On Air Staff and WPM Interns
Thu September 29, 2011
Germany Approves A Bailout That's Way Too Small To Solve Europe's Problems
By a wide majority, Germany's parliament just agreed to expand Europe's bailout fund. This sounds like a big deal: Germany's rescuing Europe!
But Germany isn't rescuing Europe. It's just signing off on a bailout plan that Europe's leaders agreed to months ago — a plan that clearly won't be enough to solve Europe's problems.
So the implications of today's vote were asymmetric. A rejection from Germany would have meant immediate economic chaos in Europe and beyond. German approval only means that Europe can continue to muddle through for a few more weeks or months, until the next phase of the crisis.
Specifically, there are three huge problems that the current bailout plan doesn't solve.
1. Even after the bailout, Greece still won't be able to pay its debts. The current plan cuts Greece's debt by 20 percent. This is not nearly enough. It leaves Greece with the biggest deficit in Europe, relative to its overall economy. And that deficit will continue to grow, as Greece's wrecked economy shrinks and the country continues to borrow borrow more money.
2. No one trusts Europe's big banks. U.S. money market funds have been pulling money out for months. Long-term lending to the banks is lower than its been in more than a decade. And the big European banks are even getting more nervous about lending to each other. This is a slow-motion bank run. If it continues, it will at least force the banks to choke off lending. Or it could cause another financial crisis.
3. Italy is way too big to be saved by the expanded bailout fund. Italy owes roughly as much money as as Spain, Greece, Portugal and Ireland combined. Its borrowing costs shot up recently, and only came down when the European Central Bank started buying Italian bonds. This is a temporary measure.
In one sense, there's a clear solution to each of these problems.
Force holders of Greek bonds to take a bigger loss; force European banks to raise more money (from the private sector if possible, from the public sector if necessary); and expand the European rescue fund so that it's big enough to save Italy.

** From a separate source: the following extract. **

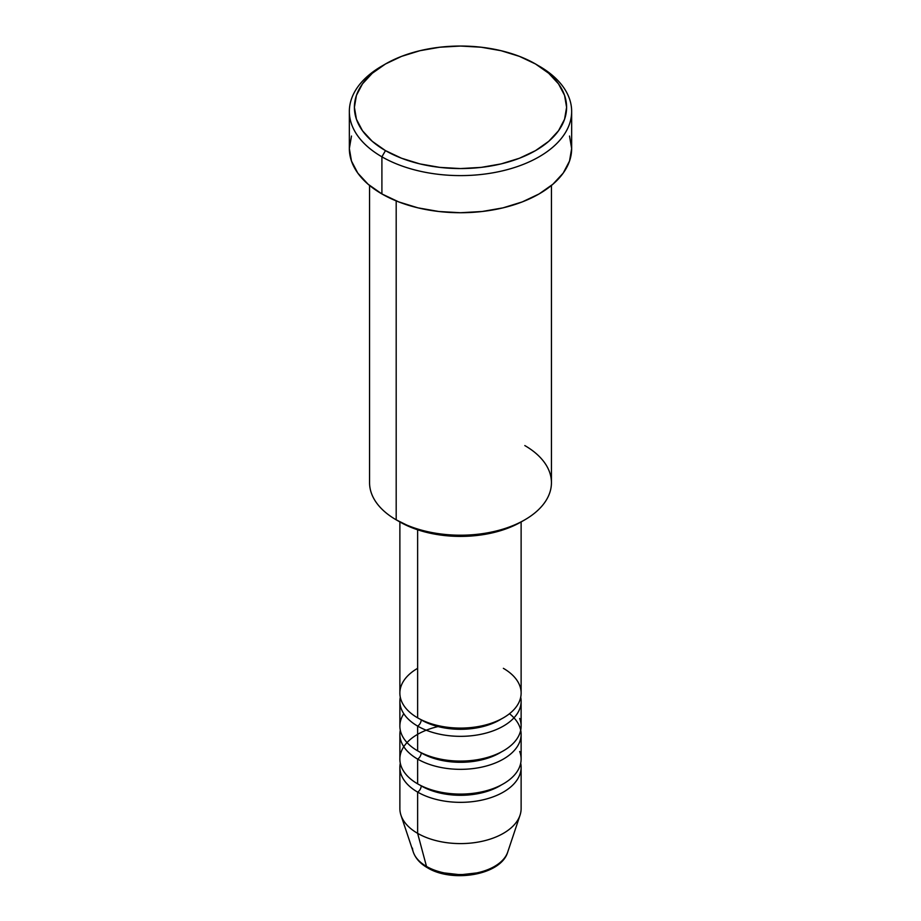 <?xml version="1.0" encoding="UTF-8"?>
<svg xmlns="http://www.w3.org/2000/svg" width="921" height="921" viewBox="0 0 921 921"><rect width="100%" height="100%" fill="white"/><g stroke="black" fill="none" stroke-linecap="round" stroke-linejoin="round"><path stroke-width="1.38" d="M506.389 855.102A48.099 27.768 180 0 1 426.492 866.419A5.054 2.913 120 0 0 427.425 867.743A5.054 2.913 -60 0 1 426.492 866.419A48.099 27.768 0 0 0 474.591 873.338A48.099 27.768 0 0 0 507.724 852.052C501.128 875.169 452.349 883.112 427.413 867.732C420.275 863.633 415.555 858.407 413.276 852.052A48.099 27.768 0 0 0 426.492 866.419L417.627 833.344L426.492 866.419A48.099 27.768 180 0 1 412.458 848.126M417.627 668.335A60.625 34.998 0 0 0 417.627 717.839A60.625 34.998 0 0 0 483.698 725.426A60.625 34.998 0 0 0 521.125 693.087L521.125 521.954M403.789 713.717A60.625 34.998 0 0 0 417.627 750.834L417.627 726.082A5.054 2.913 120 0 0 421.208 719.9A5.054 2.913 -60 0 1 417.627 726.082L417.627 750.834A60.625 34.998 0 0 0 483.698 758.42A60.625 34.998 0 0 0 521.125 726.082L521.125 701.342A60.625 34.998 180 0 1 483.698 733.68A60.625 34.998 180 0 1 417.627 726.082A60.625 34.998 180 0 1 399.875 701.342A60.625 34.998 180 0 1 400.29 697.209M438.074 726.565A60.625 34.998 0 0 0 417.627 783.84L417.627 759.088A5.054 2.913 120 0 0 421.208 752.906A5.054 2.913 -60 0 1 417.627 759.088L417.627 783.84A60.625 34.998 0 0 0 483.698 791.427A60.625 34.998 0 0 0 521.125 759.088L521.125 734.336A60.625 34.998 180 0 1 483.698 766.675A60.625 34.998 180 0 1 417.627 759.088A60.625 34.998 180 0 1 399.875 734.336A60.625 34.998 180 0 1 400.29 730.215M507.724 852.052L520.031 815.223A60.625 34.998 180 0 1 478.264 842.059A60.625 34.998 180 0 1 417.627 833.344L417.627 792.095A5.054 2.913 120 0 0 421.208 785.901A5.054 2.913 -60 0 1 417.627 792.095L417.627 833.344A60.625 34.998 0 0 0 483.698 840.931A60.625 34.998 0 0 0 521.125 808.592L521.125 767.343A60.625 34.998 180 0 1 483.698 799.681A60.625 34.998 180 0 1 417.627 792.095A60.625 34.998 180 0 1 399.875 767.343A60.625 34.998 180 0 1 400.29 763.21M524.809 445.568A90.937 52.509 180 0 1 524.809 519.824A90.937 52.509 180 0 1 396.191 519.824L399.772 521.885A85.895 49.584 0 0 0 521.228 521.885L508.219 528.055L493.368 532.637L477.251 535.458L460.5 536.413L443.749 535.458L427.632 532.637L412.781 528.055L396.191 519.824A90.937 52.509 0 0 0 495.302 531.21A90.937 52.509 0 0 0 551.437 482.696L551.437 185.455M385.473 63.986L381.904 66.059A111.153 64.171 0 0 0 381.904 156.812L385.473 150.618A106.099 61.258 180 0 1 385.473 63.986A106.099 61.258 180 0 1 535.527 63.986L519.444 56.377L501.105 50.713L481.199 47.224L460.5 46.05L439.801 47.224L419.895 50.713L401.556 56.377L385.473 63.986L372.28 73.277L362.483 83.869L356.439 95.358L354.401 107.308L356.439 119.258L362.483 130.747L372.28 141.339L385.473 150.618L401.556 158.239L419.895 163.903L439.801 167.38L460.5 168.566L481.199 167.38L501.105 163.903L519.444 158.239L535.527 150.618L548.72 141.339L558.517 130.747L564.561 119.258L566.599 107.308L564.561 95.358L558.517 83.869L548.72 73.277L535.527 63.986A106.099 61.258 180 0 1 535.527 150.618A106.099 61.258 180 0 1 385.473 150.618L381.904 156.812A111.153 64.171 0 0 0 539.096 156.812A111.153 64.171 0 0 0 539.096 66.059L539.096 66.059A111.153 64.171 180 0 1 571.653 111.429A111.153 64.171 180 0 1 503.039 170.719A111.153 64.171 180 0 1 381.904 156.812L381.904 193.94A111.153 64.171 0 0 0 503.039 207.847A111.153 64.171 0 0 0 571.653 148.557L569.512 161.071L563.192 173.113L552.922 184.212L539.096 193.94L522.253 201.918L503.039 207.847L482.19 211.496L460.5 212.728L438.81 211.496L417.961 207.847L398.747 201.918L381.904 193.94L381.904 156.812A111.153 64.171 180 0 1 349.347 111.429A111.153 64.171 180 0 1 383.723 65.023M417.627 726.082A60.625 34.998 180 0 0 486.967 732.828A60.625 34.998 180 0 0 520.71 697.209A60.625 34.998 180 0 1 521.125 701.342M417.627 529.794L417.627 717.839L417.627 529.794M396.191 200.905L396.191 519.824L396.191 200.905M417.627 792.095A60.625 34.998 180 0 0 486.967 798.829A60.625 34.998 180 0 0 520.71 763.21A60.625 34.998 180 0 1 521.125 767.343M520.71 730.215A60.625 34.998 180 0 1 521.125 734.336M399.875 734.336L399.875 759.088A60.625 34.998 0 0 0 417.627 783.84A60.625 34.998 0 0 0 489.684 789.769A60.625 34.998 0 0 0 519.674 751.49M399.875 767.343L399.875 808.592A60.625 34.998 0 0 0 417.627 833.344A60.625 34.998 180 0 1 400.969 815.223L413.276 852.052M443.968 872.889L460.5 874.789L477.032 872.889M349.347 111.429L349.347 148.557A111.153 64.171 0 0 0 381.904 193.94L368.078 184.212L357.809 173.113L351.488 161.071L349.347 148.557L351.488 136.043M569.512 136.043L571.653 148.557L571.653 111.429M369.563 185.455L369.563 482.696A90.937 52.509 0 0 0 396.191 519.824L396.191 519.824M399.875 521.954L399.875 693.087A60.625 34.998 0 0 0 417.627 717.839A60.625 34.998 0 0 0 503.373 717.839A60.625 34.998 0 0 0 503.373 668.335M399.875 701.342L399.875 726.082A60.625 34.998 0 0 0 417.627 750.834A60.625 34.998 0 0 0 489.684 756.774A60.625 34.998 0 0 0 519.674 718.484M501.508 784.876A55.571 32.085 180 0 1 421.208 785.901A55.571 32.085 0 0 0 498.1 786.845M509.486 713.717A60.625 34.998 180 0 1 499.919 760.93A60.625 34.998 180 0 1 417.627 759.088M501.508 751.87A55.571 32.085 180 0 1 421.208 752.906A55.571 32.085 0 0 0 498.1 753.839M501.508 718.864A55.571 32.085 180 0 1 421.208 719.9A55.571 32.085 0 0 0 498.1 720.844M524.809 519.824L521.228 521.885"/></g></svg>
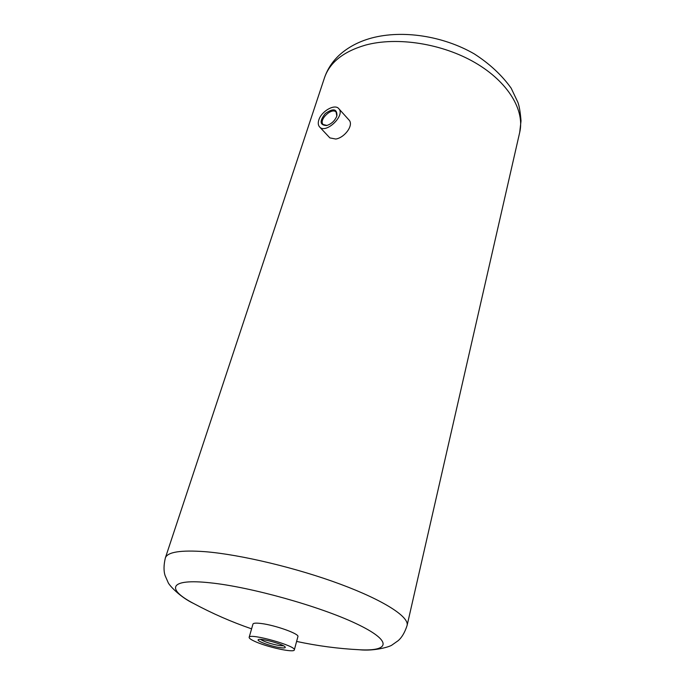 <?xml version="1.0" encoding="UTF-8"?>
<svg xmlns="http://www.w3.org/2000/svg" width="685" height="685" viewBox="0 0 685 685"><rect width="100%" height="100%" fill="white"/><g stroke="black" fill="none" stroke-linecap="round" stroke-linejoin="round"><path stroke-width="1.03" d="M338.758 108.641L348.896 119.892C354.214 124.961 344.649 137.711 335.804 139.038L329.879 137.908L319.57 126.905C325.632 134.423 345.719 115.354 338.758 108.641C334.785 103.529 321.299 111.287 318.808 120.012C317.883 122.975 318.14 125.278 319.57 126.905M280.096 647.642C271.029 646.417 255.642 640.766 258.373 639.627C260.394 637.803 284.438 644.525 285.225 647.128C285.568 648.001 283.855 648.173 280.096 647.642M254.255 641.134C250.693 639.456 248.989 638.189 249.152 637.315C249.083 632.7 296.759 646.006 294.319 649.928C294.285 653.122 266.148 646.905 254.255 641.134M294.319 649.928L297.906 636.613C299.653 633.959 275.267 625.182 261.259 623.513C256.147 622.87 253.381 623.05 252.97 624.069L249.152 637.315M336.874 115.953L336.943 115.714C337.063 108.744 333.167 108.024 325.264 113.556C319.33 121.202 319.775 125.201 326.599 125.552C331.463 124.011 334.879 120.808 336.874 115.953M336.815 116.116L336.155 112.143C331.994 106.971 318.362 119.961 323.157 124.507L327.002 125.449M283.496 645.801L279.583 645.604C270.995 644.003 264.65 641.931 260.54 639.396M519.727 132.299C524.915 110.302 508.219 81.995 475.27 62.78C442.39 43.557 397.137 36.485 365.507 45.099C343.399 51.546 329.725 62.446 324.484 77.79C327.37 69.331 332.182 61.898 338.904 55.494C347.697 47.393 358.563 41.58 371.51 38.043C402.6 29.712 442.972 35.894 474.148 53.815C489.484 63.662 501.814 75.11 511.156 88.168L517.886 102.33C519.29 106.089 520.335 112.272 521.02 120.885L519.727 132.299L407.104 625.439C409.313 616.954 384.122 600.462 340.462 584.228C296.896 568.002 240.675 554.585 205.32 551.699C180.772 549.901 167.448 551.982 165.35 557.941C163.664 565.134 163.587 571.025 165.119 575.631L168.022 582.25C168.656 584.81 179.872 597.046 193.624 603.485C212.273 613.503 231.59 621.954 251.592 628.856M407.104 625.439C404.826 632.469 401.838 637.547 398.139 640.698L392.231 644.85C390.364 646.708 374.43 651.375 359.334 649.748C390.313 651.521 392.796 640.895 356.054 623.581C319.732 606.302 250.393 586.917 210.244 582.824C169.135 578.32 165.779 588.903 193.624 603.485M296.605 641.425C317.283 645.886 338.193 648.661 359.334 649.748M324.484 77.79L165.35 557.941"/></g></svg>

But the details are muddy. There's debate over who is going to be on the hook for losses. There are lots of proposals for all kinds of crazy financial engineering to make this stuff happen.
The politics are even muddier. When European leaders agree to a plan, every country in Europe has to sign off on it. The vote in Germany's parliament today was to approve a plan that European leaders agreed to months ago.
The European Union wasn't designed to handle this kind of massive, fast-moving crisis. There's not enough centralized authority to make big, quick decisions. This is a fundamental, structural problem. And until it's solved — until Europe becomes more integrated, or the euro falls apart — leaders will struggle to make the kind of decisive moves necessary to end the crisis in Europe.